» Task description
Without changing a word, repeat the data, and include no pictures.

Stored records:
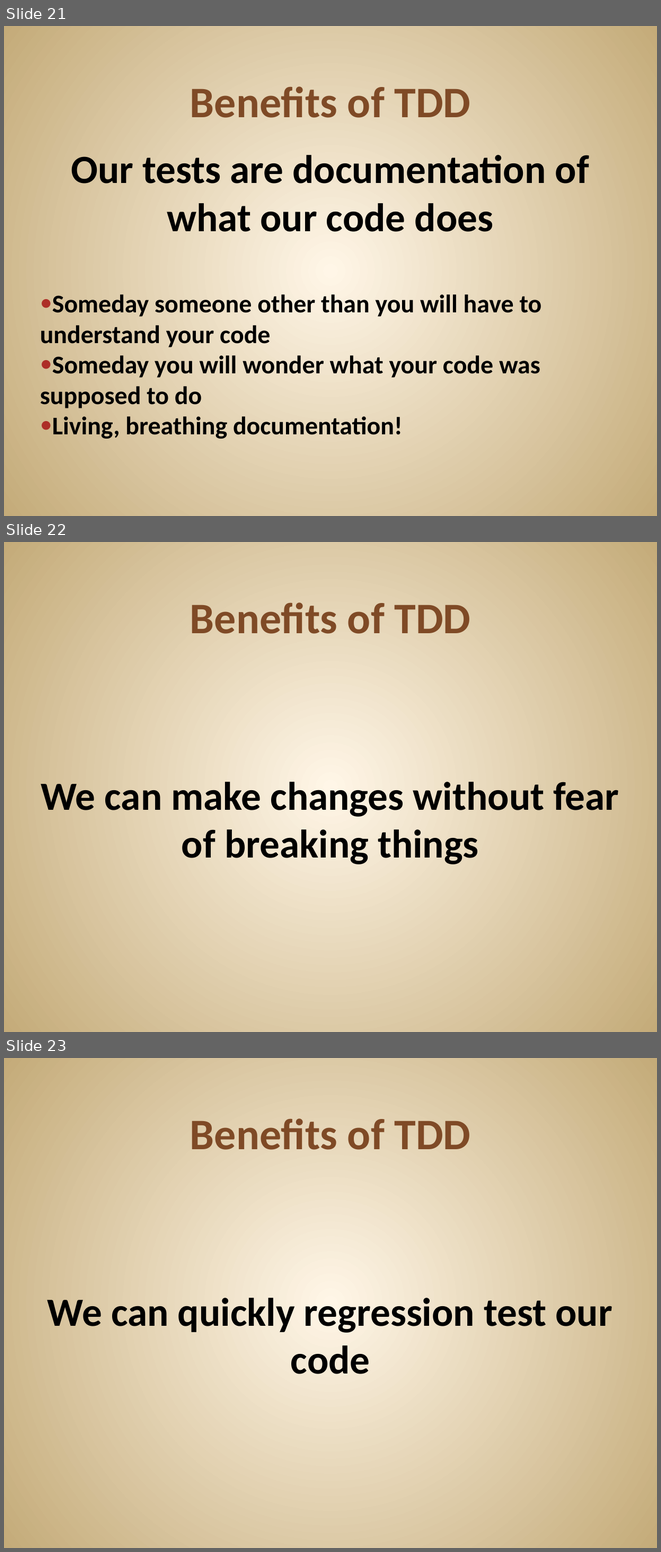
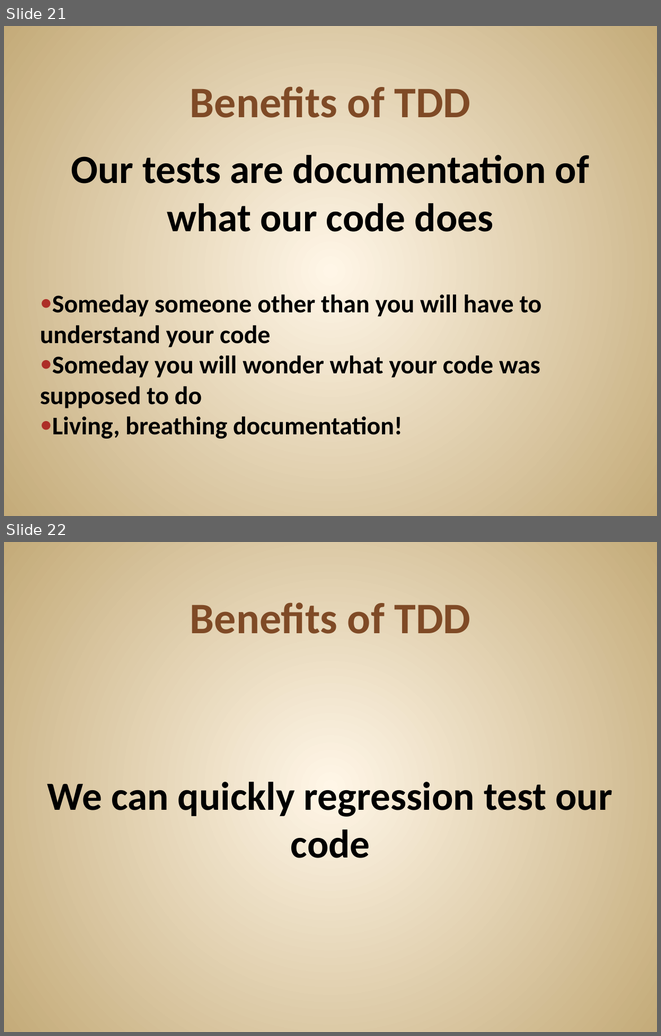
Before and after one commit to JonKruger/TDD-In-Action, a slide deck: TDD In Action.pptx. Shown one above the other, each under a label of ours: slides 21, 22 and 23 before the commit, slides 21 and 22 after it. The pictures are 661x1552 and 661x1036 pixels, drawn with LibreOffice and Linux fonts; fonts in the diff are those of the drawing. Boxes give left, top, right and bottom in pixels: in the first picture for what was removed or moved away, otherwise in the second. Text is boxed around its words. In the diff, an @@ line names an element or a change of style, - is before the commit and + after.

Commit message:
updated some stuff in the ppt

```diff
--- a/TDD In Action.pptx
+++ b/TDD In Action.pptx
@@ slide 22 removed at (4, 542, 657, 1032), background gradient #FFF7E8 to #C4AA7A @@
@@ title removed at (190, 602, 471, 634) @@
-Benefits of TDD
@@ text removed at (41, 782, 619, 864) @@
-We can make changes without fear of breaking things
@@ what was slide 23 is now slide 22 @@
```
Also in this commit, not shown: 1 slide changed.

» Output of the exercise
Before and after one commit to JonKruger/TDD-In-Action, a slide deck: TDD In Action.pptx. Shown one above the other, each under a label of ours: slides 21, 22 and 23 before the commit, slides 21 and 22 after it. The pictures are 661x1552 and 661x1036 pixels, drawn with LibreOffice and Linux fonts; fonts in the diff are those of the drawing. Boxes give left, top, right and bottom in pixels: in the first picture for what was removed or moved away, otherwise in the second. Text is boxed around its words. In the diff, an @@ line names an element or a change of style, - is before the commit and + after.

Commit message:
updated some stuff in the ppt

```diff
--- a/TDD In Action.pptx
+++ b/TDD In Action.pptx
@@ slide 22 removed at (4, 542, 657, 1032), background gradient #FFF7E8 to #C4AA7A @@
@@ title removed at (190, 602, 471, 634) @@
-Benefits of TDD
@@ text removed at (41, 782, 619, 864) @@
-We can make changes without fear of breaking things
@@ what was slide 23 is now slide 22 @@
```
Also in this commit, not shown: 1 slide changed.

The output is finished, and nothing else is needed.